Friday, January 08, 2010

Heroes

Just started "Heroes" by historian Paul Johnson. The book is almost guaranteed to make you think about the elements of heroism since it not only discusses the likely candidates, such as Moses, Churchill, the Duke of Wellington, and Lincoln, but also covers Samson, Emily Dickinson, Marilyn Monroe, and Mae West. [I have not reached the Marilyn Monroe section but eagerly await the analysis.]

I think our society is still infected with the anti-hero virus. For many years, our film makers and novelists seemed to declare, "Show me a hero and I'll show you some feet of clay." A society can pay a high price for the cynicism that is fostered by such influences.
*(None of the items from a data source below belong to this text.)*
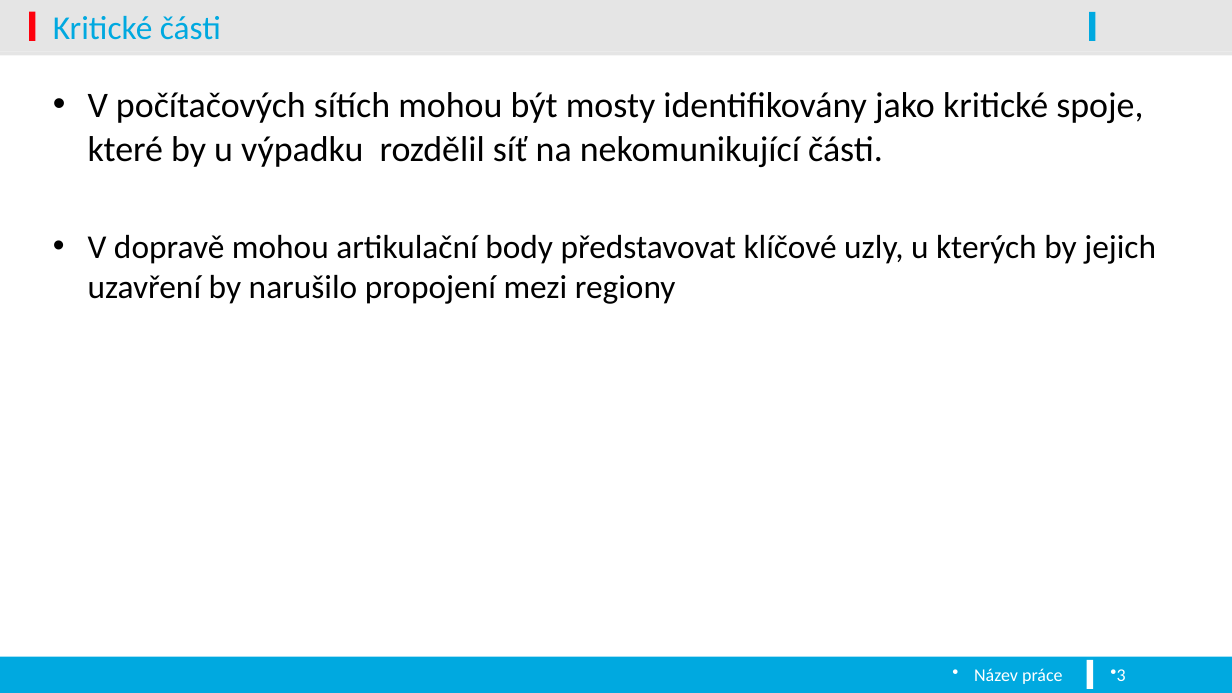
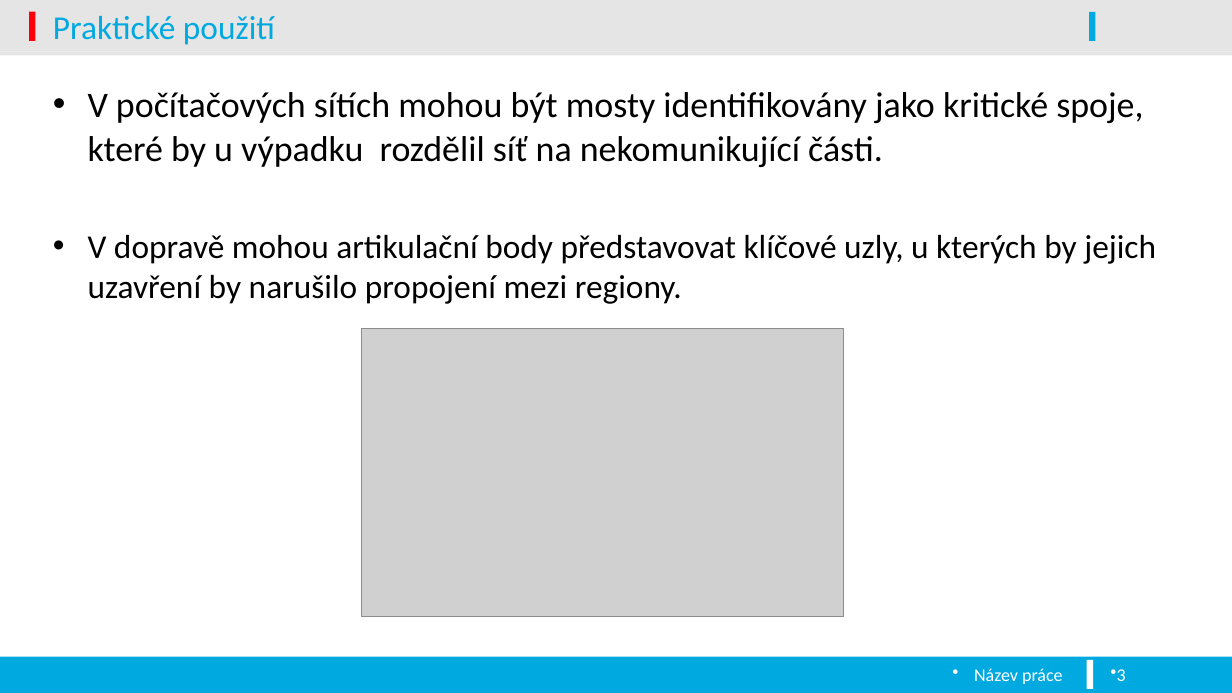
Before and after one commit to MrakDun-desu/graph-algo-visualiser, a slide deck: slide 3 of Artikulační body a mosty.pptx. Drawn at 1232x693 pixels with LibreOffice and Linux fonts; fonts in the diff are those of the drawing; grey boxes stand for pictures; background and template pictures are left out. Boxes give left, top, right and bottom in pixels: in the first picture for what was removed or moved away, otherwise in the second. Text is boxed around its words. In the diff, an @@ line names an element or a change of style, - is before the commit and + after.

```diff
--- a/Artikulační body a mosty.pptx
+++ b/Artikulační body a mosty.pptx
@@ title at [53, 16, 275, 45]: text changed @@
-Kritické části
+Praktické použití
@@ text at [88, 235, 1156, 304]: text changed @@
-• V dopravě mohou artikulační body představovat klíčové uzly, u kterých by jejich uzavření by narušilo propojení mezi regiony
+• V dopravě mohou artikulační body představovat klíčové uzly, u kterých by jejich uzavření by narušilo propojení mezi regiony.
@@ picture added at [361, 329, 844, 617] @@
```
Also in this commit, not shown: 5 other slides changed, 3 other files.

You know the litany: All corporate executives are crooks, all priests are perverts, all generals can't wait to get us into a war, all bureaucrats are slugs. And the bad guys? Well, they have reasons. A so-called good guy must have done something wrong to them that causes them to act that way.

Martin Mayer once wrote that no pornography is so vile that some college professor cannot be found who will testify that he'd recommend it as bedtime reading for his twelve-year-old daughter. The propensity to search for excuses for the villains of the world is the flipside of the "There are no heroes" argument. Each tune has a repeated message: We are unworthy.